Minor league affiliations
- Previous classes: Class D (1959–1960); Class C (1951–1955); Class D (1937, 1940, 1947–1950);
- League: Sophomore League (1959–1960)
- Previous leagues: Longhorn League (1947–1955); West Texas–New Mexico League (1937, 1940);

Major league affiliations
- Previous teams: Los Angeles Dodgers (1959–1960)

Minor league titles
- League titles: 2 (1950, 1951)

Team data
- Previous names: Odessa Dodgers (1959–1960); Odessa Eagles (1955); Odessa Oilers (1937, 1940, 1947–1954);
- Previous parks: Oiler Park

= Odessa Dodgers =

The Odessa Dodgers were a minor league baseball team affiliated with the Los Angeles Dodgers.

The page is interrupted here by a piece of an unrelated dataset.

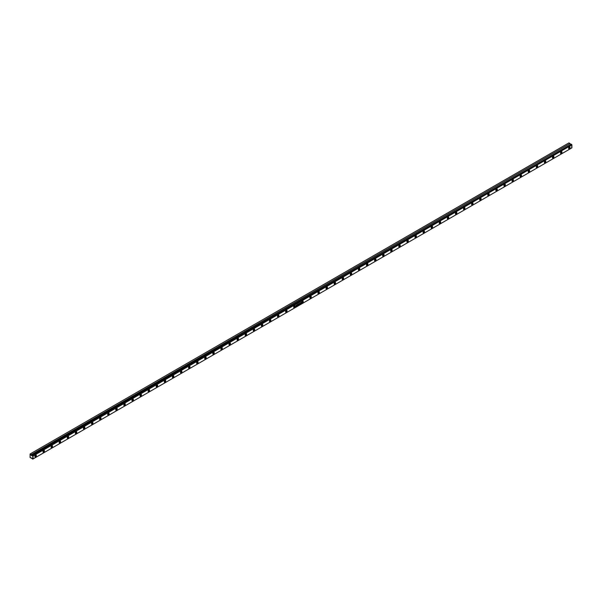 <?xml version="1.0" encoding="UTF-8"?>
<svg xmlns="http://www.w3.org/2000/svg" width="602" height="602" viewBox="0 0 602 602"><rect width="100%" height="100%" fill="white"/><g stroke="black" fill="none" stroke-linecap="round" stroke-linejoin="round"><path stroke-width="0.9" d="M569.341 148.724L568.597 148.295L568.928 148.814L569.62 148.491L569.861 146.956A1.046 0.602 -60 0 1 570.026 147.799A1.046 0.602 -60 0 1 569.341 148.724A1.046 0.602 -60 0 1 568.815 148.777A1.046 0.602 -60 0 1 568.657 147.934A1.046 0.602 -60 0 1 569.341 147.008A1.046 0.602 -60 0 1 569.861 146.956L568.657 147.934L569.341 148.724M561.252 153.39L560.515 152.961L560.838 153.48L561.538 153.164L561.779 151.629A1.046 0.602 -60 0 1 561.937 152.464A1.046 0.602 -60 0 1 561.252 153.39A1.046 0.602 -60 0 1 560.725 153.442A1.046 0.602 -60 0 1 560.567 152.599A1.046 0.602 -60 0 1 561.252 151.681A1.046 0.602 -60 0 1 561.779 151.629L560.567 152.599L561.252 153.39M553.163 158.055L552.425 157.634L552.756 158.153L553.449 157.829L553.689 156.294A1.046 0.602 -60 0 1 553.848 157.137A1.046 0.602 -60 0 1 553.163 158.055A1.046 0.602 -60 0 1 552.644 158.108A1.046 0.602 -60 0 1 552.478 157.272A1.046 0.602 -60 0 1 553.163 156.347A1.046 0.602 -60 0 1 553.689 156.294L552.478 157.272L553.163 158.055M545.081 162.728L544.336 162.299L544.667 162.818L545.367 162.502L545.6 160.967A1.046 0.602 -60 0 1 545.766 161.803A1.046 0.602 -60 0 1 545.081 162.728A1.046 0.602 -60 0 1 544.554 162.781A1.046 0.602 -60 0 1 544.396 161.938A1.046 0.602 -60 0 1 545.081 161.012A1.046 0.602 -60 0 1 545.6 160.967L544.396 161.938L545.081 162.728M536.992 167.394L536.254 166.965L536.578 167.491L537.277 167.168L537.518 165.633A1.046 0.602 -60 0 1 537.676 166.476A1.046 0.602 -60 0 1 536.992 167.394A1.046 0.602 -60 0 1 536.472 167.446A1.046 0.602 -60 0 1 536.307 166.611A1.046 0.602 -60 0 1 536.992 165.685A1.046 0.602 -60 0 1 537.518 165.633L536.307 166.611L536.992 167.394M528.91 172.067L528.165 171.638L528.496 172.157L529.188 171.833L529.429 170.298A1.046 0.602 -60 0 1 529.594 171.141A1.046 0.602 -60 0 1 528.91 172.067A1.046 0.602 -60 0 1 528.383 172.119A1.046 0.602 -60 0 1 528.225 171.277A1.046 0.602 -60 0 1 528.91 170.351A1.046 0.602 -60 0 1 529.429 170.298L528.225 171.277L528.91 172.067M520.82 176.732L520.075 176.303L520.406 176.83L521.106 176.506L521.347 174.971A1.046 0.602 -60 0 1 521.505 175.807A1.046 0.602 -60 0 1 520.82 176.732A1.046 0.602 -60 0 1 520.294 176.785A1.046 0.602 -60 0 1 520.136 175.942A1.046 0.602 -60 0 1 520.82 175.024A1.046 0.602 -60 0 1 521.347 174.971L520.136 175.942L520.82 176.732M512.731 181.405L511.993 180.976L512.325 181.495L513.017 181.172L513.258 179.637A1.046 0.602 -60 0 1 513.416 180.48A1.046 0.602 -60 0 1 512.731 181.405A1.046 0.602 -60 0 1 512.212 181.458A1.046 0.602 -60 0 1 512.046 180.615A1.046 0.602 -60 0 1 512.731 179.689A1.046 0.602 -60 0 1 513.258 179.637L512.046 180.615L512.731 181.405M504.649 186.071L503.904 185.642L504.235 186.168L504.927 185.845L505.168 184.31A1.046 0.602 -60 0 1 505.334 185.145A1.046 0.602 -60 0 1 504.649 186.071A1.046 0.602 -60 0 1 504.122 186.123A1.046 0.602 -60 0 1 503.964 185.281A1.046 0.602 -60 0 1 504.649 184.362A1.046 0.602 -60 0 1 505.168 184.31L503.964 185.281L504.649 186.071M496.56 190.744L495.822 190.315L496.146 190.834L496.846 190.51L497.086 188.975A1.046 0.602 -60 0 1 497.244 189.818A1.046 0.602 -60 0 1 496.56 190.744A1.046 0.602 -60 0 1 496.033 190.789A1.046 0.602 -60 0 1 495.875 189.954A1.046 0.602 -60 0 1 496.56 189.028A1.046 0.602 -60 0 1 497.086 188.975L495.875 189.954L496.56 190.744M488.47 195.409L487.733 194.98L488.064 195.499L488.756 195.183L488.997 193.648A1.046 0.602 -60 0 1 489.155 194.484A1.046 0.602 -60 0 1 488.47 195.409A1.046 0.602 -60 0 1 487.951 195.462A1.046 0.602 -60 0 1 487.786 194.619A1.046 0.602 -60 0 1 488.47 193.693A1.046 0.602 -60 0 1 488.997 193.648L487.786 194.619L488.47 195.409M480.388 200.075L479.643 199.646L479.975 200.173L480.674 199.849L480.908 198.314A1.046 0.602 -60 0 1 481.073 199.157A1.046 0.602 -60 0 1 480.388 200.075A1.046 0.602 -60 0 1 479.862 200.127A1.046 0.602 -60 0 1 479.704 199.292A1.046 0.602 -60 0 1 480.388 198.367A1.046 0.602 -60 0 1 480.908 198.314L479.704 199.292L480.388 200.075M472.299 204.748L471.562 204.319L471.885 204.838L472.585 204.514L472.826 202.979A1.046 0.602 -60 0 1 472.984 203.822A1.046 0.602 -60 0 1 472.299 204.748A1.046 0.602 -60 0 1 471.78 204.8A1.046 0.602 -60 0 1 471.614 203.958A1.046 0.602 -60 0 1 472.299 203.032A1.046 0.602 -60 0 1 472.826 202.979L471.614 203.958L472.299 204.748M464.217 209.413L463.472 208.984L463.803 209.511L464.496 209.187L464.736 207.652A1.046 0.602 -60 0 1 464.902 208.488A1.046 0.602 -60 0 1 464.217 209.413A1.046 0.602 -60 0 1 463.69 209.466A1.046 0.602 -60 0 1 463.532 208.623A1.046 0.602 -60 0 1 464.217 207.705A1.046 0.602 -60 0 1 464.736 207.652L463.532 208.623L464.217 209.413M456.128 214.086L455.383 213.657L455.714 214.177L456.414 213.853L456.655 212.318A1.046 0.602 -60 0 1 456.813 213.161A1.046 0.602 -60 0 1 456.128 214.086A1.046 0.602 -60 0 1 455.601 214.139A1.046 0.602 -60 0 1 455.443 213.296A1.046 0.602 -60 0 1 456.128 212.371A1.046 0.602 -60 0 1 456.655 212.318L455.443 213.296L456.128 214.086M448.038 218.752L447.301 218.323L447.632 218.85L448.324 218.526L448.565 216.991A1.046 0.602 -60 0 1 448.723 217.826A1.046 0.602 -60 0 1 448.038 218.752A1.046 0.602 -60 0 1 447.519 218.804A1.046 0.602 -60 0 1 447.354 217.962A1.046 0.602 -60 0 1 448.038 217.044A1.046 0.602 -60 0 1 448.565 216.991L447.354 217.962L448.038 218.752M439.957 223.425L439.212 222.996L439.543 223.515L440.235 223.191L440.476 221.656A1.046 0.602 -60 0 1 440.641 222.499A1.046 0.602 -60 0 1 439.957 223.425A1.046 0.602 -60 0 1 439.43 223.47A1.046 0.602 -60 0 1 439.272 222.635A1.046 0.602 -60 0 1 439.957 221.709A1.046 0.602 -60 0 1 440.476 221.656L439.272 222.635L439.957 223.425M431.867 228.09L431.13 227.661L431.453 228.181L432.153 227.865L432.394 226.329A1.046 0.602 -60 0 1 432.552 227.165A1.046 0.602 -60 0 1 431.867 228.09A1.046 0.602 -60 0 1 431.341 228.143A1.046 0.602 -60 0 1 431.182 227.3A1.046 0.602 -60 0 1 431.867 226.375A1.046 0.602 -60 0 1 432.394 226.329L431.182 227.3L431.867 228.09M423.778 232.756L423.04 232.334L423.372 232.854L424.064 232.53L424.305 230.995A1.046 0.602 -60 0 1 424.463 231.838A1.046 0.602 -60 0 1 423.778 232.756A1.046 0.602 -60 0 1 423.259 232.808A1.046 0.602 -60 0 1 423.093 231.973A1.046 0.602 -60 0 1 423.778 231.048A1.046 0.602 -60 0 1 424.305 230.995L423.093 231.973L423.778 232.756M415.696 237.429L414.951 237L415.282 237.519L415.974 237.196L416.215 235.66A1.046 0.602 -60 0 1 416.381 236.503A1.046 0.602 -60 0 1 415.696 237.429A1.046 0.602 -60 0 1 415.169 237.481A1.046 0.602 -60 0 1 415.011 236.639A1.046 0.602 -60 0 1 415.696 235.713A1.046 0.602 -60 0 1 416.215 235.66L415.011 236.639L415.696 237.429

They played in the Sophomore League from 1959 to 1960 and represented Odessa, Texas. The Dodgers manager was Roy Hartsfield.

Originally, the city of Odessa was home to the Odessa Oilers who played in the West Texas–New Mexico League in 1937. In 1940, the Big Spring Barons moved to town on June 20 and took on the Oilers name for the rest of the season.

The Oilers resumed action in the Longhorn League in 1947 and remained through 1954 when they renamed themselves the Odessa Eagles for 1955.